··· Material shown

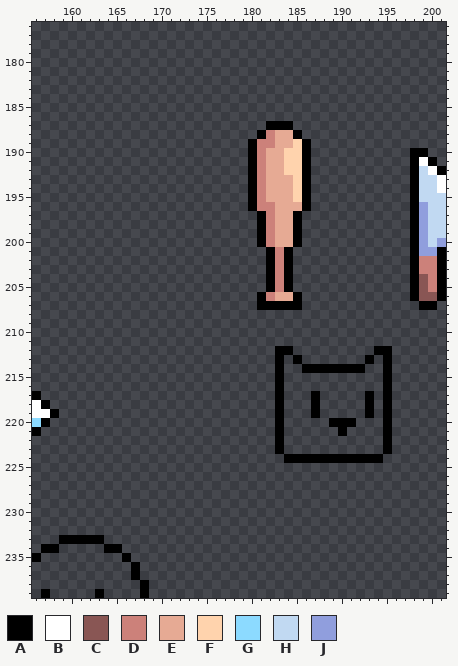
Pixel-art file: Assets/GB/Art/Worksheet.ase. The first picture shows the starting point.
320x320 pixels, 1 frame. Shown: x 156..201, y 176..239. The commit also changed other parts of the picture, which this record leaves out.
Palette (. is transparent): A #000000  B #ffffff  C #895654  D #cc817a  E #e6aa94  F #ffd3ad  G #8cdaff  H #c1d9f2  J #909edd
Pixels before (only the part around the change), first column x 156:
177 ...........................................
178 ...........................................
179 ...........................................
180 ...........................................
181 ...........................................
182 ...........................................
183 ...........................................
184 ...........................................
185 ...........................................
186 ...........................................
187 ..........................AAA..............
188 .........................ADEEA.............
189 ........................ADDEEFA............
190 ........................ADEEFFA...........A
191 ........................ADEEFFA...........A
192 ........................ADEEFFA...........A
193 ........................ADEEEFA...........A
194 ........................ADEEEFA...........A
195 ........................ADEEEFA...........A
196 ........................ADDEEEA...........A
197 .........................ADEEA............A
198 .........................ADEEA............A
199 .........................ADEEA............A
200 .........................ADEEA............A
201 ..........................ADA.............A
202 ..........................ADA.............A
203 ..........................ADA.............A
204 ..........................ADA.............A
205 ..........................ADA.............A
206 .........................ADEEA............A
207 .........................AAAAA.............
208 ...........................................
209 ...........................................
210 ...........................................
211 ...........................................
212 ...........................AA.........AA...
213 ...........................A.A.......A.A...
214 ...........................A..AAAAAAA..A...
215 ...........................A...........A...
216 ...........................A...........A...
217 A..........................A...A.....A.A...
218 BA.........................A...A.....A.A...
219 BBA........................A...A.....A.A...
220 GA.........................A.....AAA...A...
221 A..........................A......A....A...
222 ...........................A...........A...
223 ...........................A...........A...
224 ............................AAAAAAAAAAA....
225 ...........................................
226 ...........................................
227 ...........................................
228 ...........................................
229 ...........................................
230 ...........................................
231 ...........................................
232 ...........................................
233 ...AAAAA...................................
234 .AA.....AA.................................
235 A.........A................................
236 ...........A...............................
237 ...........A...............................
238 ............A..............................
239 .A.....A....A..............................
Once edited:
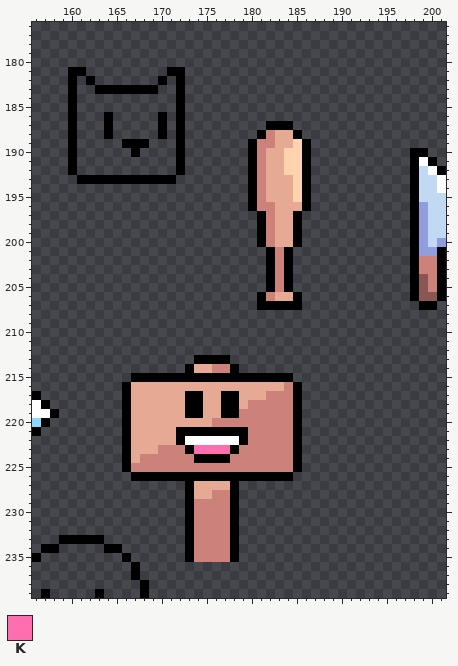
Colours new in this view: K #ff6eaf
The exact change:
y 181: x 160..161 .. -> AA; x 171..172 .. -> AA
y 182: x 160 . -> A; x 162 . -> A; x 170 . -> A; x 172 . -> A
y 183: x 160 . -> A; x 163..169 ....... -> AAAAAAA; x 172 . -> A
y 184..185: x 160 . -> A; x 172 . -> A
y 186..188: x 160 . -> A; x 164 . -> A; x 170 . -> A; x 172 . -> A
y 189: x 160 . -> A; x 166..168 ... -> AAA; x 172 . -> A
y 190: x 160 . -> A; x 167 . -> A; x 172 . -> A
y 191..192: x 160 . -> A; x 172 . -> A
y 193: x 161..171 ........... -> AAAAAAAAAAA
y 212: x 183..184 AA -> ..; x 194..195 AA -> ..
y 213: x 174..177 .... -> AAAA; x 183 A -> .; x 185 A -> .; x 193 A -> .; x 195 A -> .
y 214: x 173..178 ...... -> AEEDDA; x 183 A -> .; x 186..192 AAAAAAA -> .......; x 195 A -> .
y 215: x 167..182 ................ -> AAAAAAAAAAAAAAAA; x 184 . -> A; x 195 A -> .
y 216: x 166..185 .................A.. -> AEEEEEEEEEEEEEEEEEDA; x 195 A -> .
y 217: x 166..185 .................A.. -> AEEEEEEAAEEAAEEEDDDA; x 187 A -> .; x 193 A -> .; x 195 A -> .
y 218: x 166..185 .................A.. -> AEEEEEEAAEEAAEDDDDDA; x 187 A -> .; x 193 A -> .; x 195 A -> .
y 219: x 166..185 .................A.. -> AEEEEEEAAEEAADDDDDDA; x 187 A -> .; x 193 A -> .; x 195 A -> .
y 220: x 166..185 .................A.. -> AEEEEEEEEEDDDDDDDDDA; x 189..191 AAA -> ...; x 195 A -> .
y 221: x 166..185 .................A.. -> AEEEEEAAAAAAAADDDDDA; x 190 A -> .; x 195 A -> .
y 222: x 166..185 .................A.. -> AEEEEEABBBBBBADDDDDA; x 195 A -> .
y 223: x 166..185 .................A.. -> AEEEDDDAKKKKADDDDDDA; x 195 A -> .
y 224: x 166..184 ..................A -> AEDDDDDDAAAADDDDDDD; x 186..194 AAAAAAAAA -> .........
y 225: x 166..185 .................... -> ADDDDDDDDDDDDDDDDDDA
y 226: x 167..184 .................. -> AAAAAAAAAAAAAAAAAA
y 227: x 173..178 ...... -> AEEEEA
y 228: x 173..178 ...... -> AEEDDA
y 229..235: x 173..178 ...... -> ADDDDA
Boxes around the changes in both pictures, in picture pixels (x1, y1, x2, y2):
added: (68, 67, 185, 184)
changed: (122, 346, 392, 562)
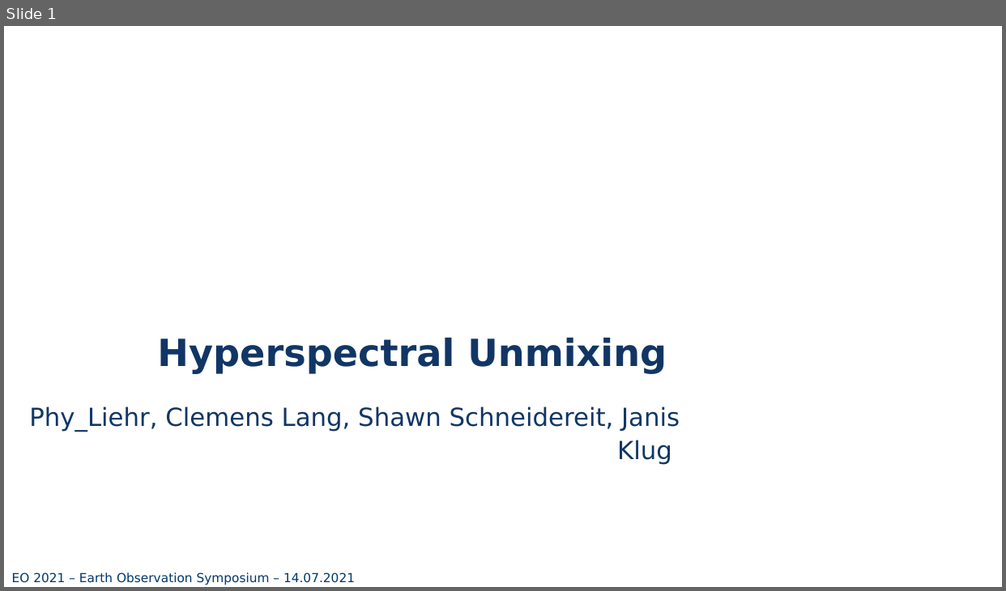
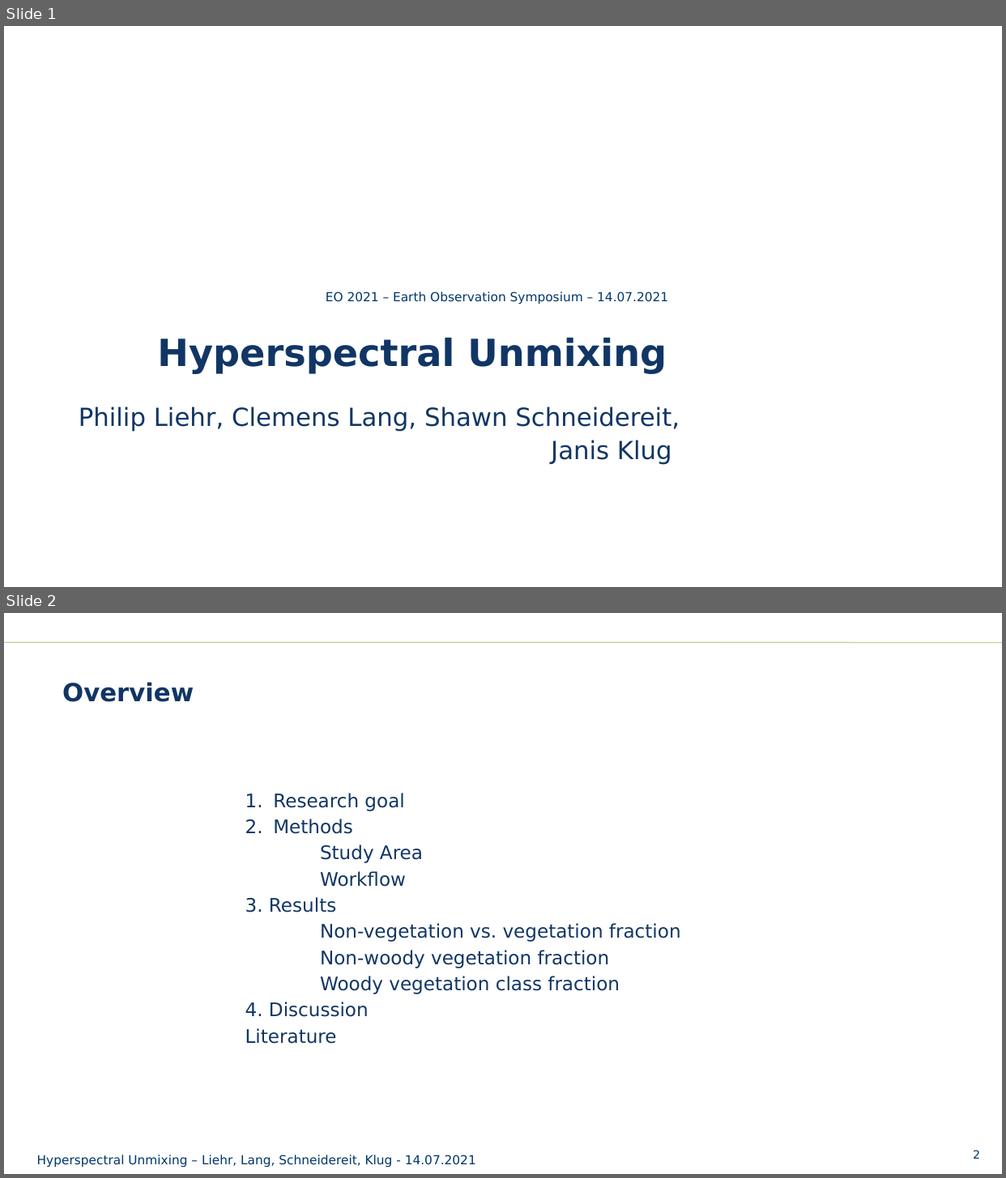
Before and after one commit to schneidereits/EO_hyperspec_hub, a slide deck: presentation/EO2020_hyperspec_presentation.pptx. Shown one above the other, each under a label of ours: slide 1 before the commit, slides 1 and 2 after it. The pictures are 1006x591 and 1006x1178 pixels, drawn with LibreOffice and Linux fonts; fonts in the diff are those of the drawing; background and template pictures are left out. Boxes give left, top, right and bottom in pixels: in the first picture for what was removed or moved away, otherwise in the second. Text is boxed around its words. In the diff, an @@ line names an element or a change of style, - is before the commit and + after.

```diff
--- a/presentation/EO2020_hyperspec_presentation.pptx
+++ b/presentation/EO2020_hyperspec_presentation.pptx
@@ slide 2 added at [4,613,1002,1174], background #FFFFFF @@
@@ line added from (4, 642) to (1002, 642), #CCCC99 1 pt @@
@@ title added at [55,673,916,723], outline #FFFFFF 0.75 pt, 24 pt, text #113665, bold @@
+Overview
@@ text added at [245,793,681,1044], 18 pt, text #113665 @@
+1. Research goal
+2. Methods
+Study Area
+Workflow
+3. Results
+Non-vegetation vs. vegetation fraction
+Non-woody vegetation fraction
+Woody vegetation class fraction
+4. Discussion
+Literature
@@ text added at [37,1155,476,1168], 12 pt, text #00376C @@
+Hyperspectral Unmixing – Liehr, Lang, Schneidereit, Klug - 14.07.2021
@@ page number added at [973,1150,980,1159], 11 pt, text #00376C @@
+2
@@ slide 1 changed as well @@
@@ text "EO 2021 – Earth Observation ...": place and size @@
-text "EO 2021 – Earth Observation ..." at [12,573,355,586]
+text "EO 2021 – Earth Observation ..." at [326,292,668,305]
@@ text at [79,407,680,465]: text changed @@
-Phy_Liehr, Clemens Lang, Shawn Schneidereit, Janis Klug
+Philip Liehr, Clemens Lang, Shawn Schneidereit, Janis Klug
```
Also in this commit, not shown: 4 other slides changed, 5 other slides added, 3 slides removed, 1 other file.
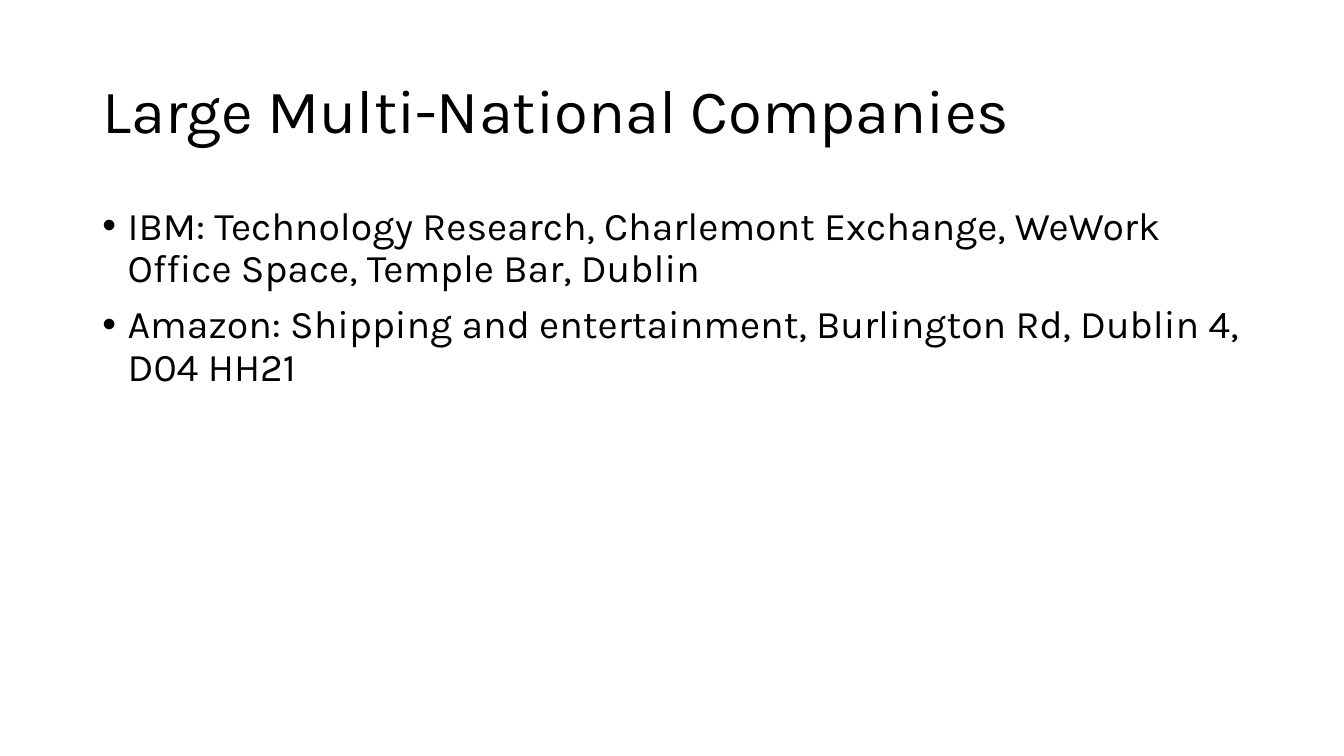
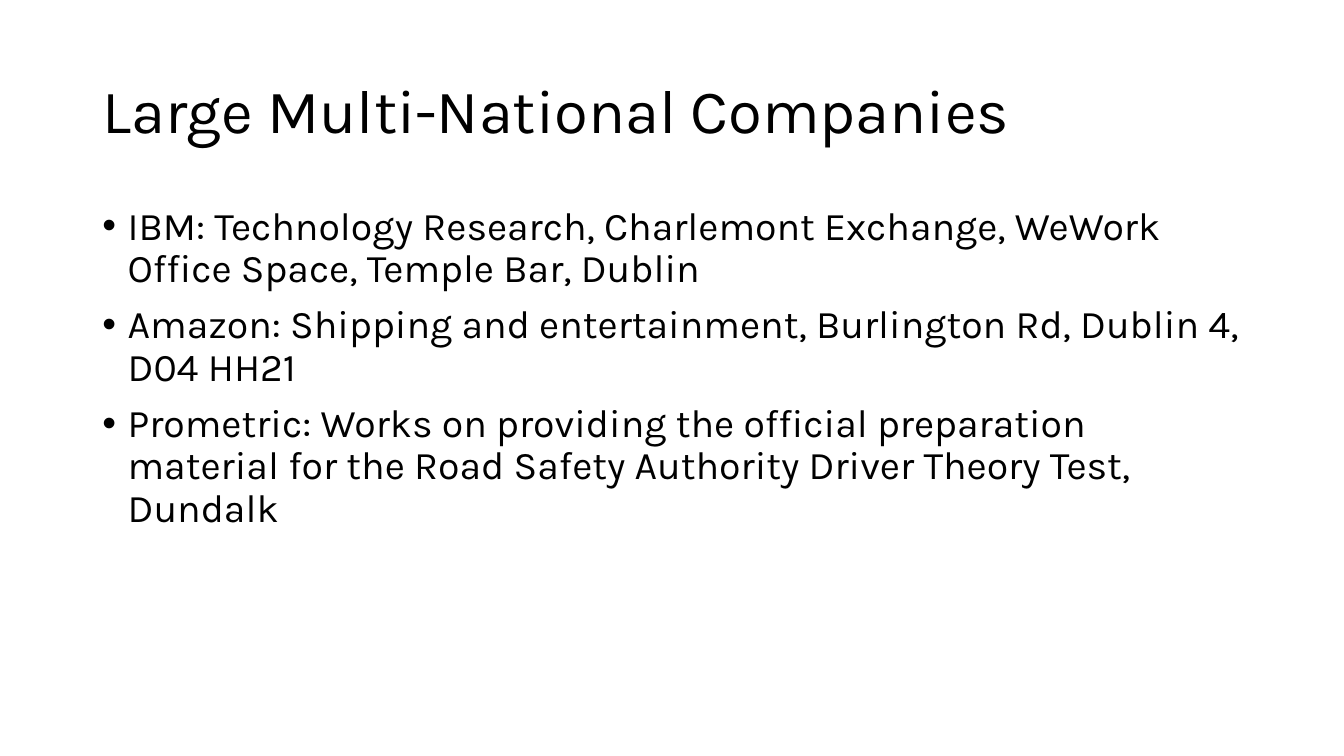
Before and after one commit to MatthewVickery/Applied-Software-Project-Management_CA, a slide deck: slide 3 of Market Research Presentation 1.pptx. Drawn at 1344x756 pixels with LibreOffice and Linux fonts; fonts in the diff are those of the drawing. Boxes give left, top, right and bottom in pixels: in the first picture for what was removed or moved away, otherwise in the second. Text is boxed around its words. In the diff, an @@ line names an element or a change of style, - is before the commit and + after.

Commit message:
more presentation work

```diff
--- a/Market Research Presentation 1.pptx
+++ b/Market Research Presentation 1.pptx
@@ text at (128,410,1130,523): paragraph added @@
+• Prometric: Works on providing the official preparation material for the Road Safety Authority Driver Theory Test, Dundalk
```
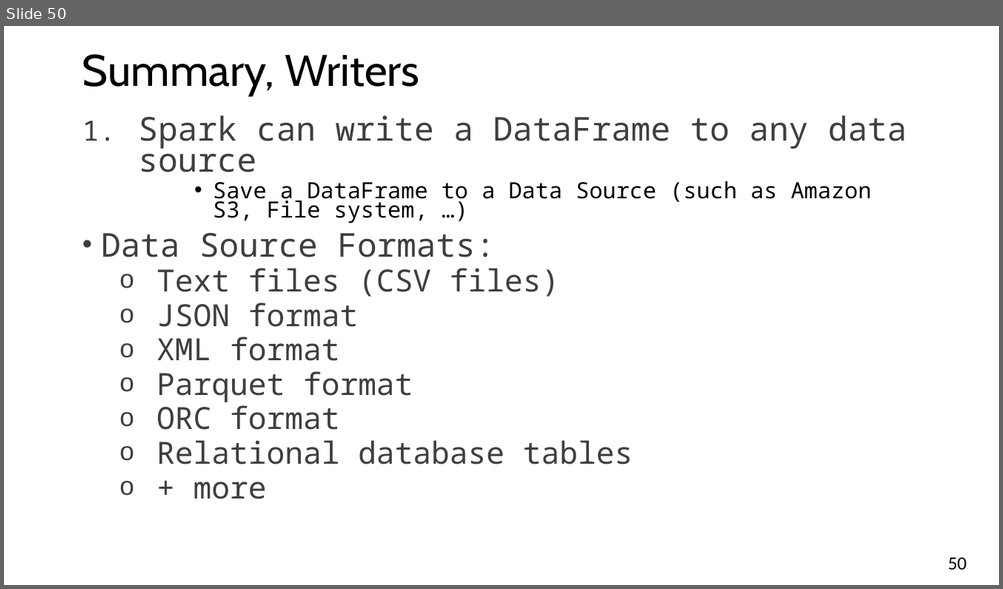
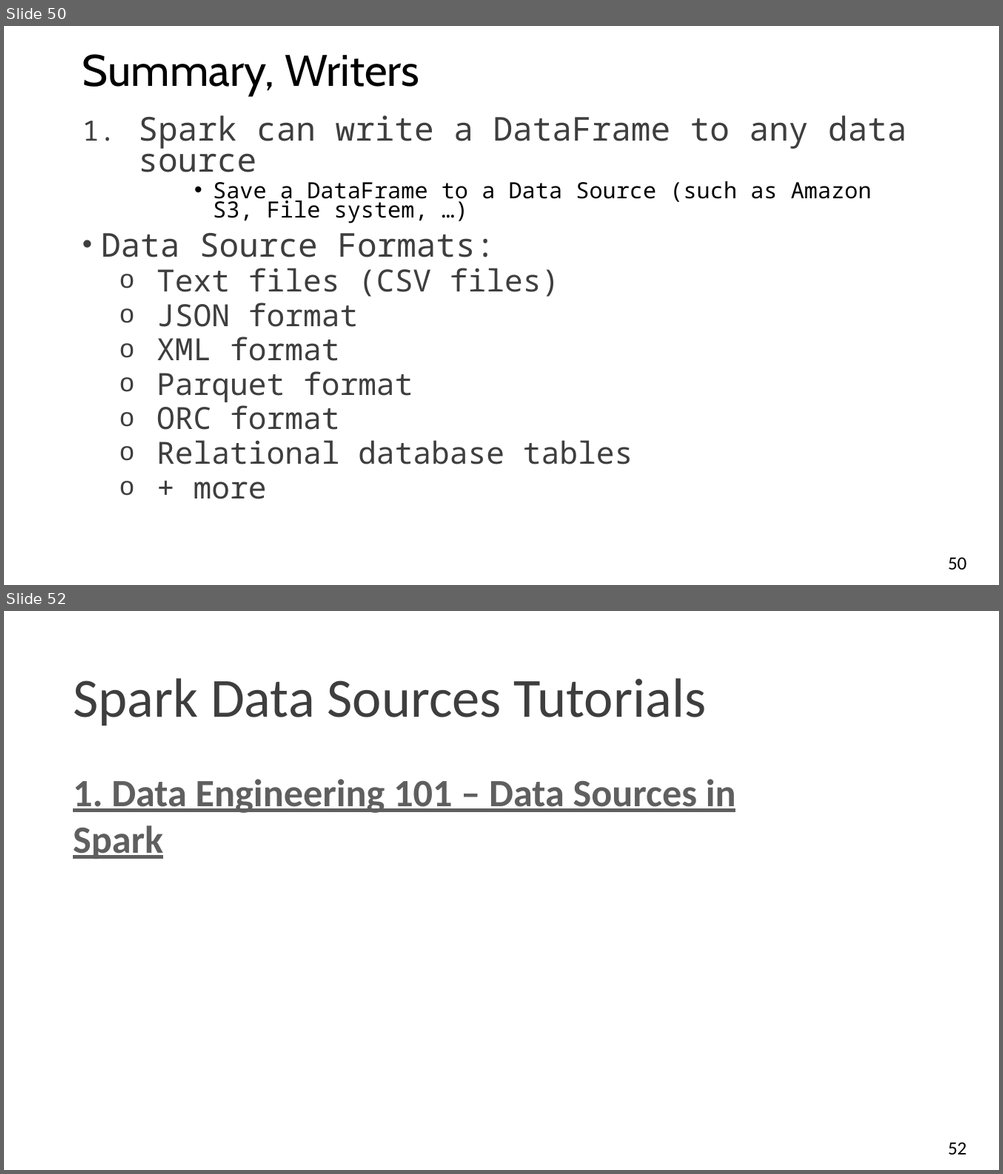
Before and after one commit to mahmoudparsian/big-data-modeling, a slide deck: slides/spark/pyspark/dataframes_slides/Lecture_Notes/10.external_data_sources_in_spark.pptx. Shown one above the other, each under a label of ours: slide 50 before the commit, slides 50 and 52 after it; the slides between them are not shown. The pictures are 1003x589 and 1003x1174 pixels, drawn with LibreOffice and Linux fonts; fonts in the diff are those of the drawing; background and template pictures are left out. Boxes give left, top, right and bottom in pixels: in the first picture for what was removed or moved away, otherwise in the second. Text is boxed around its words. In the diff, an @@ line names an element or a change of style, - is before the commit and + after.

```diff
--- a/slides/spark/pyspark/dataframes_slides/Lecture_Notes/10.external_data_sources_in_spark.pptx
+++ b/slides/spark/pyspark/dataframes_slides/Lecture_Notes/10.external_data_sources_in_spark.pptx
@@ slide 52 added at (x1=4, y1=611, x2=999, y2=1170), background #FFFFFF @@
@@ text added at (x1=73, y1=678, x2=736, y2=859), 28 pt, text #5F5F5F, bold, underline @@
+Spark Data Sources Tutorials
+1. Data Engineering 101 – Data Sources in Spark
@@ page number added at (x1=948, y1=1142, x2=966, y2=1155), 13.5 pt, text #000000 @@
+52
```
Also in this commit, not shown: 2 other slides added, 1 other file.

······

Restate word for word the lines running from the first line of the material to the line containing "320x320 pixels, 1", inclusive, and drop every picture.

Pixel-art file: Assets/GB/Art/Worksheet.ase. The first picture shows the starting point.
320x320 pixels, 1 frame. Shown: x 156..201, y 176..239. The commit also changed other parts of the picture, which this record leaves out.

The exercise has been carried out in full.